* _Task material_

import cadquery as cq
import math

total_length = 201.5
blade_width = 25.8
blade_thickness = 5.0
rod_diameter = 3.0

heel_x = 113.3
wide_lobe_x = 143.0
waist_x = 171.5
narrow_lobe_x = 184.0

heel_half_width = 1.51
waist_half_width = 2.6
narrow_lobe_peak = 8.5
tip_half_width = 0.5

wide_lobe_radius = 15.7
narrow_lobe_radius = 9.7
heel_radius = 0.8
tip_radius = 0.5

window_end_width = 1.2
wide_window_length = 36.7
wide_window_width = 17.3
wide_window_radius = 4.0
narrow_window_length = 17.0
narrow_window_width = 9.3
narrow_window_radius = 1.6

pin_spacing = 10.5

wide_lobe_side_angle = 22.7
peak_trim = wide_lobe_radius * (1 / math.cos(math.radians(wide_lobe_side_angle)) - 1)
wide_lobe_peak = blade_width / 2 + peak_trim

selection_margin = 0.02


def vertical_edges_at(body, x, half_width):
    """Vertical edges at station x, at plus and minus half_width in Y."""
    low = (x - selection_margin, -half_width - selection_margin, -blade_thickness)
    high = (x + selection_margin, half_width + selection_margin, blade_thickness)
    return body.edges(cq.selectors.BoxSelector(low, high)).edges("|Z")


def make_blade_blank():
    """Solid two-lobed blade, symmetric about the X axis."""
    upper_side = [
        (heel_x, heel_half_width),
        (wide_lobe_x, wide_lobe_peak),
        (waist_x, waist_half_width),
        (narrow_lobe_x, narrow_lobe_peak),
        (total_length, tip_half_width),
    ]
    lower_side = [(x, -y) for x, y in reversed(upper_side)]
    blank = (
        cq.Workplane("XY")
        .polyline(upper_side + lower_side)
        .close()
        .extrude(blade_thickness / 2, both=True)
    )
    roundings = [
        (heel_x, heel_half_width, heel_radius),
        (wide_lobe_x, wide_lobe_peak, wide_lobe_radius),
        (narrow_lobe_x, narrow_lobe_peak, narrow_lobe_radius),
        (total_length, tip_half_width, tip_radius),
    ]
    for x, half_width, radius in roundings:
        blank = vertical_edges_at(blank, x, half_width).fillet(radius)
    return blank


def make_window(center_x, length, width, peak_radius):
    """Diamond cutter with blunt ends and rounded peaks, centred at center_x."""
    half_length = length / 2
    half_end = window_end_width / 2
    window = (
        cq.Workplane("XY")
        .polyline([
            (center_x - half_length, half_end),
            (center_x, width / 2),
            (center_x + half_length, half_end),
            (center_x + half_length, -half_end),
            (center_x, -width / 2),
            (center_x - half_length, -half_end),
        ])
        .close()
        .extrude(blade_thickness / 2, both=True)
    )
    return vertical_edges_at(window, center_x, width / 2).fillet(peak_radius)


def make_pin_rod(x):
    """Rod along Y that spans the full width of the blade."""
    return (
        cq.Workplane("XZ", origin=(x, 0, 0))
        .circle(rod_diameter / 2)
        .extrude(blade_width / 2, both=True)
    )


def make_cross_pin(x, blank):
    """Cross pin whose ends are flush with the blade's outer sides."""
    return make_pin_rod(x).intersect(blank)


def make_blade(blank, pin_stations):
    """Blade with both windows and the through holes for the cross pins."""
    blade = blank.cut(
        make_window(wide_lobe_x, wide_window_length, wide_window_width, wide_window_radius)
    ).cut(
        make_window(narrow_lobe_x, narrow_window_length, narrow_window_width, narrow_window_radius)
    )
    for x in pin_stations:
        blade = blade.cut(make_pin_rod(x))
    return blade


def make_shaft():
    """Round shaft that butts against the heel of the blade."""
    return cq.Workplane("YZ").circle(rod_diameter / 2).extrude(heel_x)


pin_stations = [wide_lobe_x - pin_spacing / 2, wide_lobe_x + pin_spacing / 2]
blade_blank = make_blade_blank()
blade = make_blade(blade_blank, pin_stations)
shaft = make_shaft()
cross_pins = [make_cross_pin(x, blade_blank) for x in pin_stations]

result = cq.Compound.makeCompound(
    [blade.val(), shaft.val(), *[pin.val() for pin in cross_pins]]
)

* _Your instructions_
Please retype the top of the data exactly, down to and including the line that holds "tip_half_width = 0.5", and nothing further.

* _Reply to the exercise_
import cadquery as cq
import math

total_length = 201.5
blade_width = 25.8
blade_thickness = 5.0
rod_diameter = 3.0

heel_x = 113.3
wide_lobe_x = 143.0
waist_x = 171.5
narrow_lobe_x = 184.0

heel_half_width = 1.51
waist_half_width = 2.6
narrow_lobe_peak = 8.5
tip_half_width = 0.5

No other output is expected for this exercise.